Nina Gyosheva, one of nine Patriotic Front councillors in Plovdiv’s 51-member council, told reporters that she had entered the council building and chamber without any of the council security staff asking for her ID, even though her face was hidden.
Gyosheva said that it was “absurd” to wear such clothing in public.
The nationalist Patriotic Front embarked some weeks ago on a high-profile national campaign to get all of Bulgaria’s municipal councils to legislate bans on the wearing of the burqa in public places.
The PF, a minority partner in the national coalition government deal, also has tabled legislation in the National Assembly for a nationwide ban on the burqa. A parliamentary committee has approved the first reading of draft legislation on a ban on clothing disguising or concealing the face in public.
Municipal councils in Pazardzhik and Stara Zagora voted in a ban and in the town of Pazardzhik, a woman already has been fined for appearing in public wearing a burqa. The bans were voted with the support of representatives of various parties, including national coalition government partners.
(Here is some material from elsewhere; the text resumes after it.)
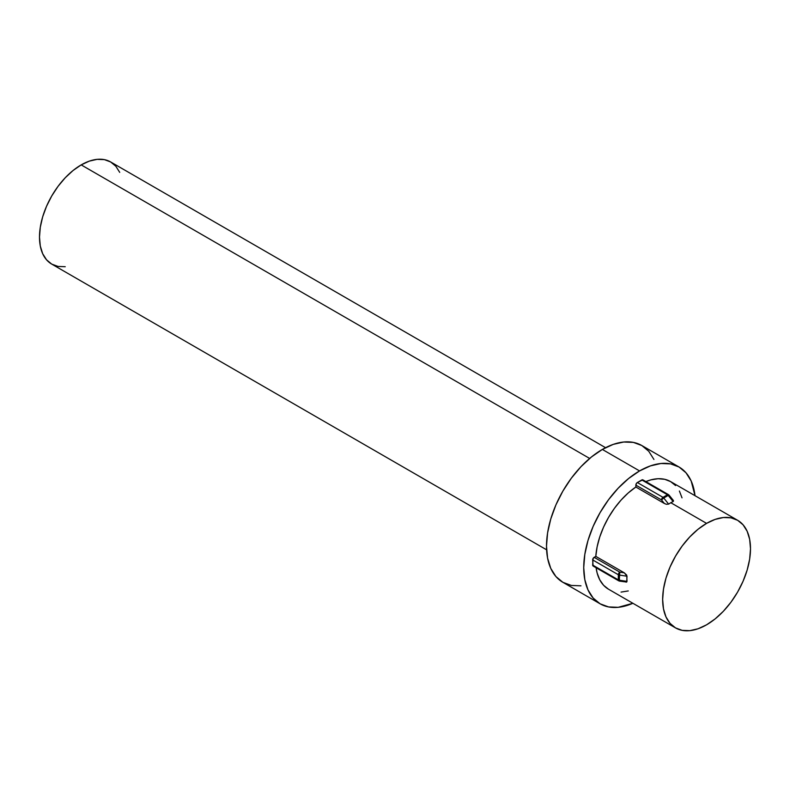 <?xml version="1.0" encoding="UTF-8"?>
<svg xmlns="http://www.w3.org/2000/svg" width="790" height="790" viewBox="0 0 790 790"><rect width="100%" height="100%" fill="white"/><g stroke="black" fill="none" stroke-linecap="round" stroke-linejoin="round"><path stroke-width="1.19" d="M119.715 172.368L115.853 166.275L110.669 161.97A58.964 34.039 120 0 0 81.192 164.893L589.656 458.447L81.192 164.893A58.964 34.039 120 0 0 42.67 216.845A58.964 34.039 120 0 0 51.715 264.097L58.026 266.437L65.234 266.724M653.932 459.454L648.768 451.288L641.826 445.53A78.97 45.593 120 0 0 602.345 449.441L639.564 470.929A78.97 45.593 -60 0 1 679.054 467.018A78.97 45.593 -60 0 1 695.002 495.685L691.161 480.952L685.996 472.785L679.054 467.018L670.592 463.888L660.934 463.503L650.466 465.883L639.564 470.929L628.672 478.464L618.205 488.181L608.547 499.705L600.084 512.611L593.142 526.387L587.977 540.518L584.807 554.452L583.731 567.645L584.807 579.603L587.977 589.863L593.142 598.03L600.084 603.797L608.547 606.927L618.205 607.312L632.889 603.284A78.97 45.593 -60 0 1 600.084 603.797A78.97 45.593 -60 0 1 587.977 540.518A78.97 45.593 -60 0 1 639.564 470.929L602.345 449.441A78.97 45.593 120 0 0 550.758 519.03A78.97 45.593 120 0 0 562.865 582.299L571.318 585.439L580.976 585.825M596.095 567.753A62.124 35.866 120 0 0 608.507 589.202L603.57 585.262L599.738 579.781L597.121 572.957L596.095 567.753M626.707 582.052L619.488 581.104L619.271 575.041L627.013 576.236L626.707 582.052M626.717 575.12L627.013 581.391L619.271 580.196L619.488 581.104L618.758 580.848A2.103 1.215 -60 0 1 618.323 579.88L592.668 565.067L593.102 558.441L595.798 556.377L624.317 572.839L626.717 575.12M635.851 487.015A62.124 35.866 120 0 0 595.798 556.377L597.121 546.877L599.738 537.022L603.57 527.127L608.507 517.47L614.393 508.375L621.049 500.1L628.277 492.911L635.851 487.015L636.286 483.648L637.332 482.532L642.853 479.856A2.103 1.215 120 0 0 641.806 479.955L667.461 494.767L662.998 497.354L637.332 482.532L641.806 479.955L667.461 494.767L662.998 497.354L637.332 482.532A2.103 1.215 120 0 0 635.851 485.119L661.507 499.932L664.36 503.477L635.851 487.015L635.851 485.119L661.507 499.932L664.36 503.477L635.851 487.015M666.345 504.277L664.36 503.477L666.345 504.277L668.646 504.119L666.345 504.277M670.789 502.707L668.646 504.119L663.738 498.006L668.202 495.429L673.12 501.541L670.789 502.707L706.576 523.375L670.789 502.707L668.646 504.119L663.738 498.006L661.507 499.932A2.103 1.215 -60 0 1 662.998 497.354L661.507 499.932L663.738 498.006L662.998 497.354A2.103 1.215 60 0 1 663.738 498.006L668.202 495.429L673.12 501.541L670.789 502.707M706.576 624.811A62.124 35.866 -60 0 1 675.519 627.892A62.124 35.866 -60 0 1 665.99 578.112A62.124 35.866 -60 0 1 706.576 523.375A62.124 35.866 -60 0 1 737.633 520.294A62.124 35.866 -60 0 1 747.152 570.074A62.124 35.866 -60 0 1 706.576 624.811L715.148 618.896L723.383 611.253L730.977 602.178L737.633 592.026L743.094 581.183L747.152 570.074L749.661 559.113L750.5 548.734L749.661 539.323L747.152 531.255L743.094 524.827L737.633 520.294L730.977 517.825L723.383 517.529L715.148 519.395L706.576 523.375L698.005 529.29L689.769 536.933L682.175 546.009L675.519 556.16L670.048 567.003L665.99 578.112L663.491 589.073L662.652 599.452L663.491 608.863L665.99 616.931L670.048 623.359L675.519 627.892L682.175 630.351L689.769 630.657L698.005 628.791L706.576 624.811M737.633 520.294L670.631 481.614A62.124 35.866 120 0 0 645.845 481.584L650.861 479.876L658.08 478.72L664.745 479.313L670.631 481.614L675.569 485.554M679.4 491.034L682.017 497.858M628.277 590.94L621.049 592.095M593.102 566.025L592.668 559.913L618.323 574.725L618.323 579.88L592.668 565.067A2.103 1.215 120 0 0 593.102 566.025L618.758 580.848A2.103 1.215 120 0 0 619.35 580.927M673.534 500.949L673.12 501.541L673.228 500.297L673.534 500.949M679.054 467.018L641.826 445.53L633.363 442.4L623.715 442.015L613.238 444.385L602.345 449.441L591.453 456.966L580.976 466.683L571.318 478.217L562.865 491.123L555.913 504.899L550.758 519.03L547.579 532.954L546.502 546.157L547.579 558.115L550.758 568.375L555.913 576.542L562.865 582.299L600.084 603.797M605.565 447.693L110.669 161.97L104.359 159.629L97.15 159.343L89.329 161.12L81.192 164.893L73.055 170.512L65.234 177.77L58.026 186.371L51.715 196.009L46.531 206.299L42.67 216.845L40.3 227.244L39.5 237.099L40.3 246.036L42.67 253.689L46.531 259.791L51.715 264.097L546.601 549.81M619.488 581.104L624.317 581.44M595.798 556.377L594.159 557.325L619.814 572.148L624.317 572.839L595.798 556.377M668.873 495.142A2.103 1.215 120 0 0 668.518 494.668L669.1 495.172L668.202 495.429L669.041 495.132L671.806 499.181M625.996 582.112L627.013 581.391L619.271 580.196A2.103 1.215 180 0 1 618.323 579.88A2.103 1.215 120 0 0 618.758 580.848M619.271 575.041L627.013 576.236L624.317 572.839L619.814 572.148L619.271 575.041A2.103 1.215 180 0 1 618.323 574.725L618.323 579.88A2.103 1.215 0 0 0 619.271 580.196L619.814 572.148L618.323 574.725L619.271 575.041M592.668 559.913L618.323 574.725A2.103 1.215 -60 0 1 619.814 572.148L594.159 557.325A2.103 1.215 120 0 0 592.668 559.913M673.238 500.307L669.1 495.172M668.202 495.429A2.103 1.215 -120 0 0 667.461 494.767A2.103 1.215 60 0 1 668.202 495.429M668.518 494.668A2.103 1.215 120 0 0 667.461 494.767A2.103 1.215 -60 0 1 668.518 494.668L642.853 479.856M608.507 589.202L675.519 627.892"/></g></svg>

But in Plovdiv, a May 17 council meeting rejected the proposed ban, with the Reformist Bloc dismissing the proposal as a cheap publicity stunt by the nationalists, and with city councillors saying the ban was pointless because no one in Plovdiv wore the burqa in public. Centre-right GERB, the largest group in the city council, saying that such a ban would be out of kilter with the city’s traditions of religious and ethnic tolerance.
The Patriotic Front group in Plovdiv municipal council has said that it would reword the proposed ban and table it again for the council to consider.
Gyosheva told reporters, “this clothing is not typical of Islam as we know it. It is characteristic of radical Islam. In Bulgaria, there are no Muslims who wear such clothing”.
Meanwhile, the municipality of Sliven became the latest to ban the wearing of clothing that covers the face, Bulgarian National Television said on May 26. Violating the ban, which covers public places in Sliven, will mean a fine of 50 to 1000 leva, and “in certain cases” up to 5000 leva.
The municipal council approved the ban with little debate, the report said. Sliven mayor Stefan Radev said that he had not seen people in Sliven wearing burqas. “That is not our goal”.
Asked what the goal was, Radev said: “The aim is to increase the feeling of security among citizens, we know that the world has been tense lately”.